Energy from the Salt Gradient

Another technology that is contributing to the acceleration of the energy transition is certainly that of salt gradient energy, today also known as “blue energy” or “osmotic energy”: a technology that exploits the difference in salt concentration between fresh water and sea water to generate electricity. This approach, still in the development phase, offers enormous potential for coastal areas and river deltas, where it could be easily integrated with other renewable sources.

Salt gradient energy is a sustainable technology that could find particular application in those geographical areas where the availability of fresh and salt water combines with a growing energy demand. For a company like Eni, for example, active in coastal and offshore contexts, this technology could develop a valuable opportunity to diversify the energy mix to further contribute to decarbonization. In fact, since 2020 Eni has started important research in this area thanks to a partnership with the Polytechnic University of Turin; inaugurating the MORE laboratory that carries out joint research with Eni for innovation in the marine renewable energy sector.

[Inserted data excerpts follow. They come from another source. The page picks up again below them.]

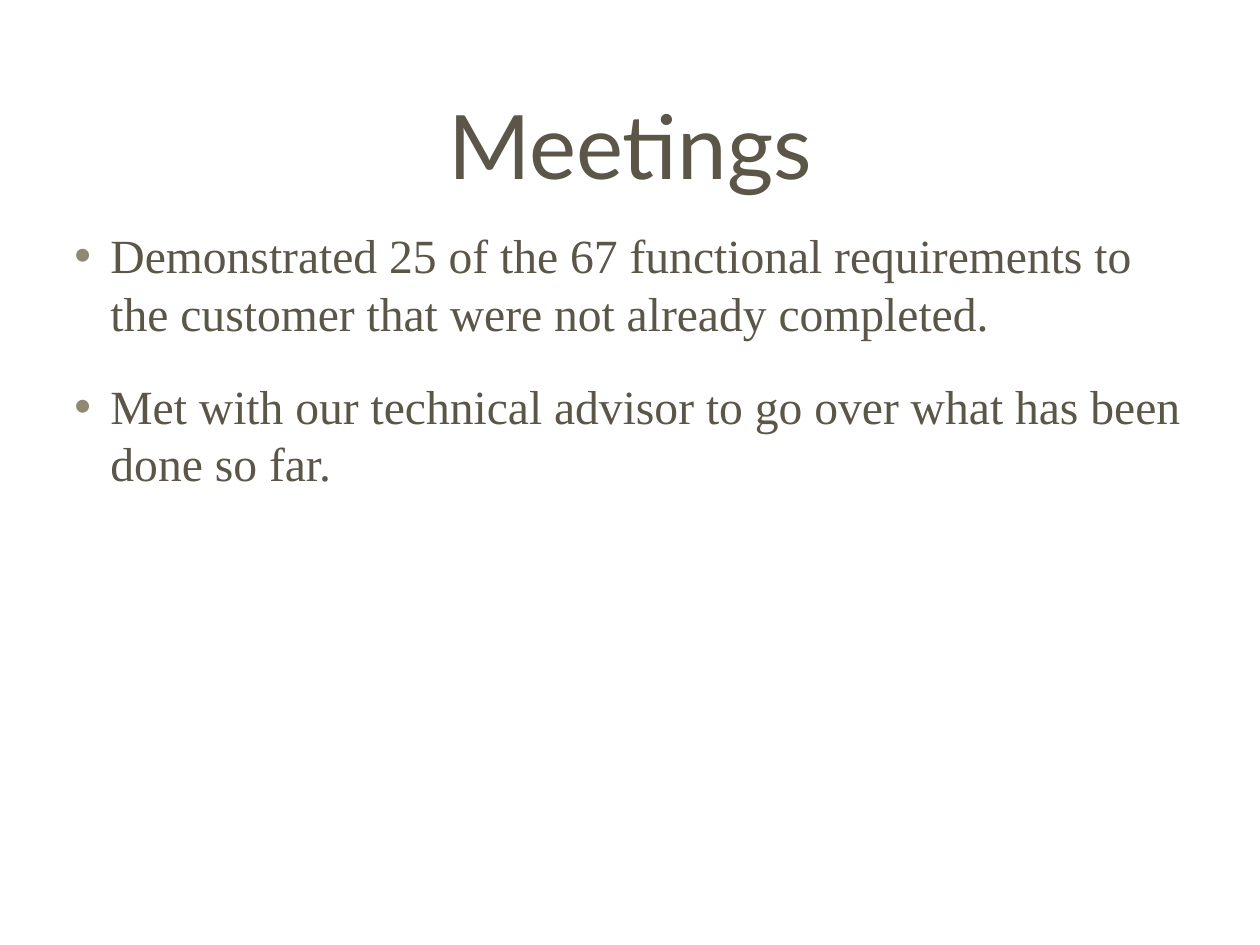
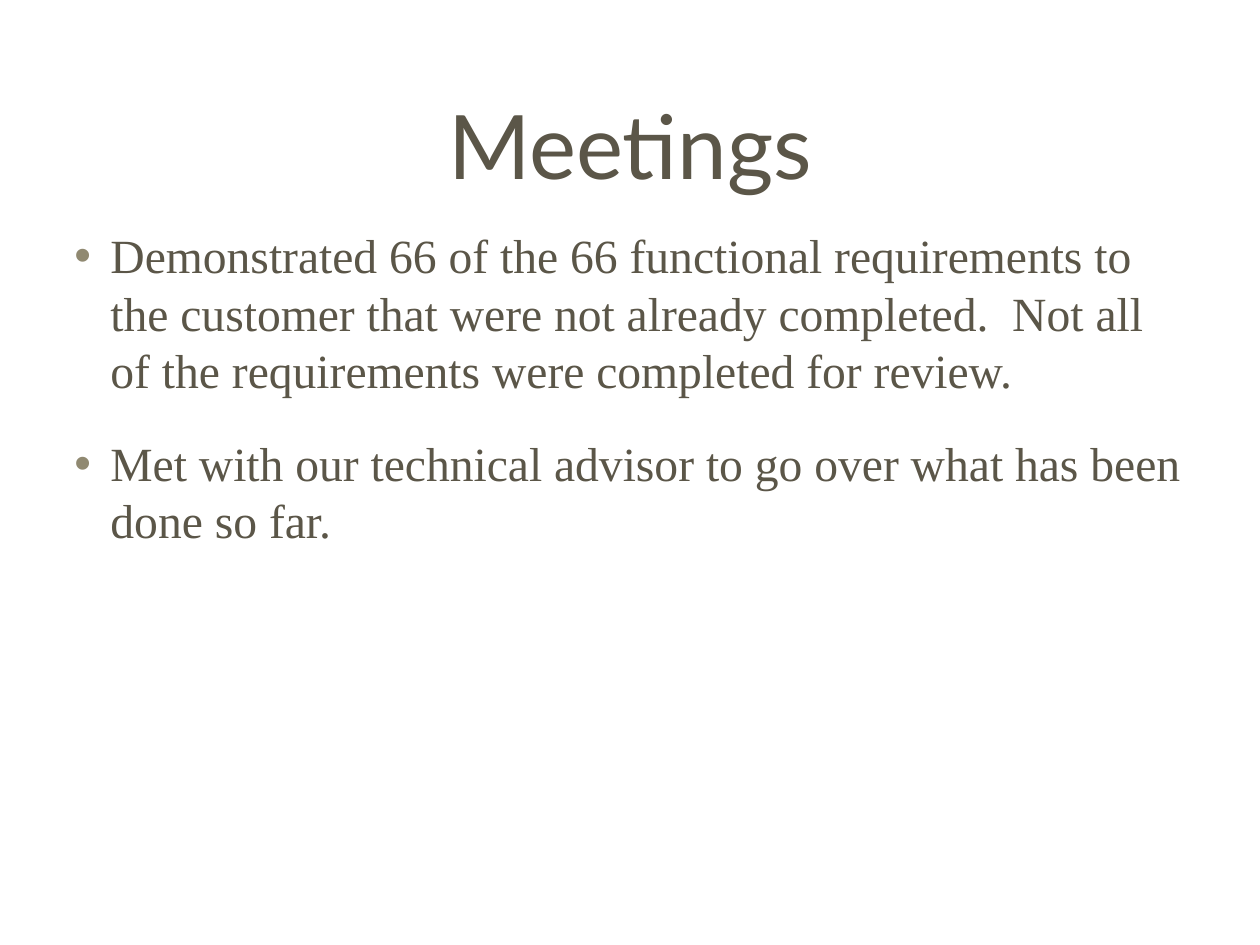
Before and after one commit to Letractively/company-management-system, a slide deck: slide 5 of src/Docs/Milestone04.ppt. Drawn at 1260x945 pixels with LibreOffice and Linux fonts; fonts in the diff are those of the drawing; background and template pictures are left out. Boxes give left, top, right and bottom in pixels: in the first picture for what was removed or moved away, otherwise in the second. Text is boxed around its words. In the diff, an @@ line names an element or a change of style, - is before the commit and + after.

```diff
--- a/src/Docs/Milestone04.ppt
+++ b/src/Docs/Milestone04.ppt
@@ text at [110, 239, 1143, 398]: text changed @@
-• Demonstrated 25 of the 67 functional requirements to the customer that were not already completed.
+• Demonstrated 66 of the 66 functional requirements to the customer that were not already completed. Not all of the requirements were completed for review.
```
Also in this commit, not shown: 3 other slides changed.

Technologies: From Emerging to Future Drivers of the Energy Transition

The technologies described therefore outline a trend that points to an energy future in which innovation and sustainability increasingly converge. In fact, hydrogen fuel cells, high-temperature superconductors, perovskite photovoltaics, solid-state batteries and salt gradient energy not only fully respond to the challenges of the energy transition but also offer solutions that in the long term will certainly be able to revolutionize and drive the entire renewable energy sector.

Several companies, in Italy and abroad, are engaged in the development of some of these technologies and, with their commitment to research and development, are helping to make these emerging solutions destined to become the future drivers of the energy transition. Thanks to the players in Italy and abroad who are focusing on these technological solutions, we will soon be able to expand the efficiency, effectiveness and options available to promote and accelerate the energy transition based on energy from renewable sources. Continuing on this path will be essential to address climate challenges and build a sustainable future for future generations.